(DATASET EXCERPTS)
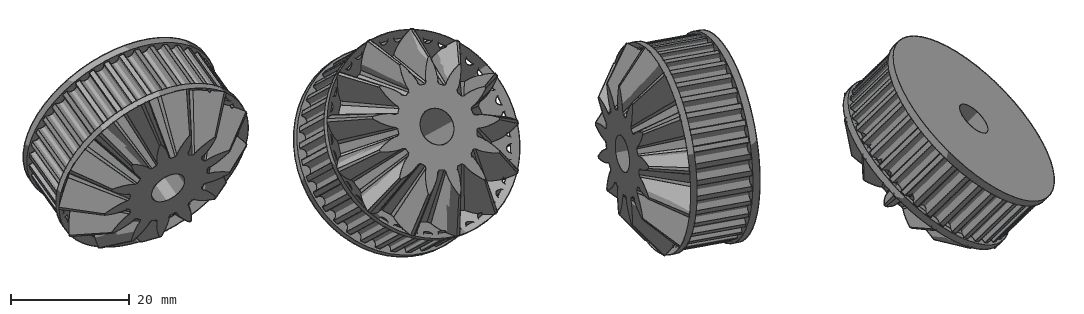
import cadquery as cq
import math


flange_radius = 36.4 / 2
flange_width = 1.3
belt_width = 10.15
pulley_length = belt_width + 2 * flange_width
bore_radius = 6.4 / 2

belt_tooth_count = 38
belt_tip_radius = 17.75
groove_radius = 0.9
groove_depth = 1.2
groove_edge_round = 0.22

total_length = 17.7
gear_tooth_count = 13
gear_tip_radius = 36.62 / 2
cone_angle = math.radians(45)
dedendum_ratio = 1.2
base_depth_ratio = 1.0
root_half_angle = 0.06
base_half_angle = 0.095
tip_half_angle = 0.016
flank_power = 1.5
flank_points = 5
crest_height_ratio = 1.5
cut_overrun = 0.35

module = gear_tip_radius / (gear_tooth_count / 2 + math.cos(cone_angle))
pitch_radius = module * gear_tooth_count / 2
pitch_x = pulley_length - module * math.sin(cone_angle)
apex_x = pitch_x + pitch_radius / math.tan(cone_angle)
half_pitch_angle = math.pi / gear_tooth_count
dedendum = dedendum_ratio * module


def back_cone_point(height):
    """(x, radius) on the back cone, at a height above the pitch cone."""
    return pitch_x + height * math.sin(cone_angle), pitch_radius + height * math.cos(cone_angle)


def face_radius(height, x):
    """Radius at x on the cone that runs from the apex through a back cone point."""
    back_x, back_radius = back_cone_point(height)
    return back_radius * (apex_x - x) / (apex_x - back_x)


def disc(radius, start_x, length):
    return cq.Workplane("YZ").workplane(offset=start_x).circle(radius).extrude(length)


def polar(radius, angle):
    """Point in the YZ plane; angle zero is -Y."""
    return -radius * math.cos(angle), radius * math.sin(angle)


def make_belt_groove():
    """Round-bottomed groove along -Y with rounded edges at its mouth."""
    centre = belt_tip_radius - groove_depth + groove_radius
    shoulder = belt_tip_radius - groove_edge_round
    mouth = groove_radius + groove_edge_round
    bend = groove_edge_round * (1 - math.sqrt(0.5))
    outside = flange_radius
    return (
        cq.Workplane("YZ")
        .workplane(offset=flange_width)
        .moveTo(-outside, -mouth)
        .lineTo(-belt_tip_radius, -mouth)
        .threePointArc((-belt_tip_radius + bend, -groove_radius - bend), (-shoulder, -groove_radius))
        .lineTo(-centre, -groove_radius)
        .threePointArc((-centre + groove_radius, 0), (-centre, groove_radius))
        .lineTo(-shoulder, groove_radius)
        .threePointArc((-belt_tip_radius + bend, groove_radius + bend), (-belt_tip_radius, mouth))
        .lineTo(-outside, mouth)
        .close()
        .extrude(belt_width)
    )


def make_belt_grooves():
    groove = make_belt_groove().val()
    step = 360 / belt_tooth_count
    grooves = [groove.rotate((0, 0, 0), (1, 0, 0), i * step) for i in range(belt_tooth_count)]
    return cq.Workplane(cq.Compound.makeCompound(grooves))


def make_pulley_blank():
    """Plain drum between its two flanges."""
    drum = disc(belt_tip_radius, 0, pulley_length)
    near_flange = disc(flange_radius, 0, flange_width)
    far_flange = disc(flange_radius, pulley_length - flange_width, flange_width)
    return drum.union(near_flange).union(far_flange)


def make_gear_blank():
    """Turned gear body: flat hub face, back cone, tip cone and a flat end."""
    root_x, root_radius = back_cone_point(-dedendum)
    tip_x, tip_radius = back_cone_point(module)
    profile = [
        (root_x, 0),
        (root_x, root_radius),
        (tip_x, tip_radius),
        (total_length, face_radius(module, total_length)),
        (total_length, 0),
    ]
    return cq.Workplane("XY").polyline(profile).close().revolve(360, (0, 0, 0), (1, 0, 0))


def tooth_space_wire(x):
    """Outline of one tooth space, centred on -Y, in the plane at x."""
    base_height = -base_depth_ratio * module
    tip_space = half_pitch_angle - tip_half_angle
    flank = []
    for i in range(flank_points):
        rise = i / (flank_points - 1)
        height = base_height + rise * (module - base_height)
        angle = base_half_angle + (tip_space - base_half_angle) * rise**flank_power
        flank.append((face_radius(height, x), angle))
    root = face_radius(-dedendum, x)
    crest = face_radius(crest_height_ratio * module, x)
    upper = [polar(radius, angle) for radius, angle in flank]
    lower = [polar(radius, -angle) for radius, angle in flank]
    return (
        cq.Workplane("YZ")
        .workplane(offset=x)
        .moveTo(*polar(root, -root_half_angle))
        .threePointArc(polar(root, 0), polar(root, root_half_angle))
        .lineTo(*upper[0])
        .spline(upper[1:], includeCurrent=True)
        .lineTo(*polar(crest, tip_space))
        .lineTo(*polar(crest, -tip_space))
        .lineTo(*lower[-1])
        .spline(lower[-2::-1], includeCurrent=True)
        .close()
        .val()
    )


def make_tooth_spaces(blank):
    """All tooth spaces, ended by the back cone of the blank; a tooth stands on -Y."""
    start_x = back_cone_point(-dedendum)[0] - cut_overrun
    end_x = total_length + cut_overrun
    wires = [tooth_space_wire(start_x), tooth_space_wire(end_x)]
    space = cq.Workplane(cq.Solid.makeLoft(wires, True)).intersect(blank).val()
    step = 360 / gear_tooth_count
    spaces = [space.rotate((0, 0, 0), (1, 0, 0), (i + 0.5) * step) for i in range(gear_tooth_count)]
    return cq.Workplane(cq.Compound.makeCompound(spaces))


gear_blank = make_gear_blank()
bore = disc(bore_radius, 0, total_length)
body = make_pulley_blank().union(gear_blank)
result = body.cut(make_belt_grooves()).cut(make_tooth_spaces(gear_blank)).cut(bore)
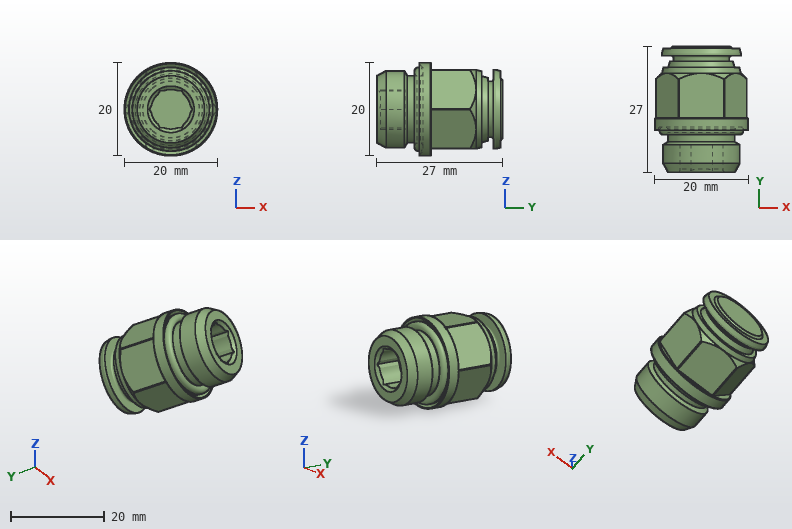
import cadquery as cq
import math

length = 27.0

thread_radius = 8.25
thread_relief_radius = 7.2
thread_lead_end = 1.95
thread_end = 5.89
thread_relief_start = 6.5

flange_radius = 10.004
flange_start = 9.02
flange_end = 11.66
flange_chamfer = 0.2
seat_rim_radius = 9.77
seat_floor_radius = 8.96
seat_depth = 0.78

seal_section_radius = 0.95
seal_outer_radius = 9.02
seal_squeeze = 0.08

wrench_size = 17.0
hex_corner_radius = 9.75
cap_start = 21.28
cap_end = 22.5
cap_base_radius = 8.48
cap_top_radius = 8.15

collet_end = 23.85
collet_base_radius = 7.15
collet_top_radius = 6.75
neck_radius = 6.02
neck_fillet = 0.4
collar_start = 24.95
collar_band_end = 25.5
collar_end = 26.55
collar_radius = 8.5
collar_top_radius = 8.2
nose_base_radius = 6.67
nose_top_radius = 6.13

socket_mouth_radius = 5.0
socket_bore_radius = 4.25
socket_key_size = 8.0
socket_depth = 5.95


def hexagon_prism(across_flats, start, end):
    """Hexagonal prism along Y with corners on the X axis and flats facing Z."""
    corner_diameter = across_flats / math.cos(math.radians(30))
    plane = cq.Workplane("XZ", origin=(0, start, 0))
    return plane.polygon(6, corner_diameter).extrude(start - end)


def turned(profile):
    """Solid of revolution about Y from a closed profile drawn as (radius, Y)."""
    return profile.close().revolve(360, (0, 0, 0), (0, 1, 0))


def threaded_end_and_flange():
    return turned(
        cq.Workplane("XY")
        .moveTo(0, 0)
        .lineTo(thread_relief_radius, 0)
        .lineTo(thread_radius, thread_lead_end)
        .lineTo(thread_radius, thread_end)
        .lineTo(thread_relief_radius, thread_relief_start)
        .lineTo(thread_relief_radius, flange_start + seat_depth)
        .lineTo(seat_floor_radius, flange_start + seat_depth)
        .lineTo(seat_rim_radius, flange_start)
        .lineTo(flange_radius, flange_start)
        .lineTo(flange_radius, flange_end - flange_chamfer)
        .lineTo(flange_radius - flange_chamfer, flange_end)
        .lineTo(0, flange_end)
    )


def sealing_ring():
    centre_radius = seal_outer_radius - seal_section_radius
    centre_y = flange_start + seat_depth + seal_squeeze - seal_section_radius
    section = cq.Workplane("XY").center(centre_radius, centre_y).circle(seal_section_radius)
    return section.revolve(360, (-centre_radius, 0, 0), (-centre_radius, 1, 0))


def hexagonal_body():
    """Wrench hexagon with blunted corners and a 45 degree chamfer up to the conical cap."""
    corner_chamfer = hex_corner_radius - cap_base_radius
    envelope = turned(
        cq.Workplane("XY")
        .moveTo(0, flange_end)
        .lineTo(hex_corner_radius, flange_end)
        .lineTo(hex_corner_radius, cap_start - corner_chamfer)
        .lineTo(cap_base_radius, cap_start)
        .lineTo(0, cap_start)
    )
    return hexagon_prism(wrench_size, flange_end, cap_start).intersect(envelope)


def cap_collet_and_collar():
    fillet_offset = neck_fillet * (1 - math.cos(math.radians(45)))
    return turned(
        cq.Workplane("XY")
        .moveTo(0, cap_start)
        .lineTo(cap_base_radius, cap_start)
        .lineTo(cap_top_radius, cap_end)
        .lineTo(collet_base_radius, cap_end)
        .lineTo(collet_top_radius, collet_end)
        .lineTo(neck_radius, collet_end)
        .lineTo(neck_radius, collar_start - neck_fillet)
        .threePointArc(
            (neck_radius + fillet_offset, collar_start - fillet_offset),
            (neck_radius + neck_fillet, collar_start),
        )
        .lineTo(collar_radius, collar_start)
        .lineTo(collar_radius, collar_band_end)
        .lineTo(collar_top_radius, collar_end)
        .lineTo(nose_base_radius, collar_end)
        .lineTo(nose_top_radius, length)
        .lineTo(0, length)
    )


def key_socket():
    """Blind hexagon joined with a round bore, opening in a 45 degree countersink."""
    countersink = turned(
        cq.Workplane("XY")
        .moveTo(0, 0)
        .lineTo(socket_mouth_radius, 0)
        .lineTo(0, socket_mouth_radius)
    )
    bore = cq.Workplane("XZ").circle(socket_bore_radius).extrude(-socket_depth)
    return hexagon_prism(socket_key_size, 0, socket_depth).union(bore).union(countersink)


result = (
    threaded_end_and_flange()
    .union(sealing_ring())
    .union(hexagonal_body())
    .union(cap_collet_and_collar())
    .cut(key_socket())
)
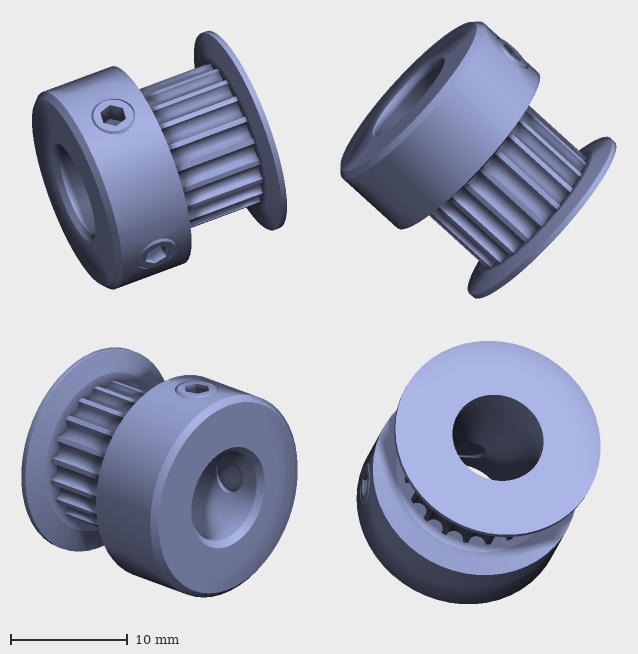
import cadquery as cq
import math


outer_radius = 9.0
bore_radius = 4.0
edge = 0.5
bevel_inner_radius = 7.05
hub_length = 7.5
total_length = 16.0
flange_length = 2 * edge
flange_start = total_length - flange_length

tooth_count = 20
tooth_tip_radius = 6.37
groove_half_width = 0.77
groove_depth = 0.75
pitch_angle = 360 / tooth_count

screw_diameter = 3.75
screw_face_diameter = 3.35
screw_chamfer = (screw_diameter - screw_face_diameter) / 2
screw_length = 4.86
pilot_diameter = 3.24
screw_inner_end = outer_radius - screw_length
screw_y = hub_length / 2
hex_across_flats = 2.0
hex_across_corners = hex_across_flats / math.cos(math.radians(30))
hex_depth = 2.0
hex_turn = -11.0
screw_turns = (0, 90)


def make_blank():
    """Revolve the hub, toothed drum and end flange, with a chamfered bore."""
    profile = [
        (bore_radius + edge, 0),
        (outer_radius - edge, 0),
        (outer_radius, edge),
        (outer_radius, hub_length - edge),
        (bevel_inner_radius, hub_length),
        (tooth_tip_radius, hub_length),
        (tooth_tip_radius, flange_start),
        (bevel_inner_radius, flange_start),
        (outer_radius, flange_start + edge),
        (outer_radius, total_length),
        (bore_radius, total_length),
        (bore_radius, edge),
    ]
    return cq.Workplane("XY").polyline(profile).close().revolve(360, (0, 0), (0, 1))


def make_groove_cutter():
    """Round-bottomed groove between two teeth, on the +Z side of the drum."""
    lip_height = math.sqrt(tooth_tip_radius**2 - groove_half_width**2)
    return (
        cq.Workplane("XZ", origin=(0, hub_length, 0))
        .moveTo(-groove_half_width, lip_height)
        .threePointArc((0, tooth_tip_radius - groove_depth), (groove_half_width, lip_height))
        .lineTo(groove_half_width, bevel_inner_radius)
        .lineTo(-groove_half_width, bevel_inner_radius)
        .close()
        .extrude(hub_length - flange_start)
    )


def turn_about_axis(shape, angle):
    return shape.rotate((0, 0, 0), (0, 1, 0), angle)


def make_screw_hole():
    """Radial hole on the +Z side: a pilot from the bore, widened to seat the screw."""
    pilot = (
        cq.Workplane("XY", origin=(0, screw_y, 0))
        .circle(pilot_diameter / 2)
        .extrude(outer_radius)
    )
    seat = (
        cq.Workplane("XY", origin=(0, screw_y, screw_inner_end))
        .circle(screw_diameter / 2)
        .extrude(screw_length)
    )
    return pilot.union(seat)


def make_pulley():
    pulley = make_blank()
    groove = make_groove_cutter()
    for index in range(tooth_count):
        pulley = pulley.cut(turn_about_axis(groove, index * pitch_angle))
    hole = make_screw_hole()
    for angle in screw_turns:
        pulley = pulley.cut(turn_about_axis(hole, angle))
    return pulley


def make_set_screw():
    """Set screw along +Z, its flat outer face tangent to the hub."""
    screw = (
        cq.Workplane("XY", origin=(0, screw_y, screw_inner_end))
        .circle(screw_diameter / 2)
        .extrude(screw_length)
        .faces(">Z")
        .chamfer(screw_chamfer)
    )
    socket = (
        cq.Workplane("XY", origin=(0, screw_y, outer_radius - hex_depth))
        .transformed(rotate=(0, 0, hex_turn))
        .polygon(6, hex_across_corners)
        .extrude(hex_depth)
    )
    return screw.cut(socket)


pulley = make_pulley()
set_screws = [turn_about_axis(make_set_screw(), angle) for angle in screw_turns]

result = cq.Compound.makeCompound([pulley.val(), *[screw.val() for screw in set_screws]])
(End DATASET EXCERPTS)
> [TASK REQUIREMENTS]: Wherever the word "Solid" turns up in a line of the entries above, copy that line.

> [ANSWER TO THE EXERCISE]:
    space = cq.Workplane(cq.Solid.makeLoft(wires, True)).intersect(blank).val()
    """Solid of revolution about Y from a closed profile drawn as (radius, Y)."""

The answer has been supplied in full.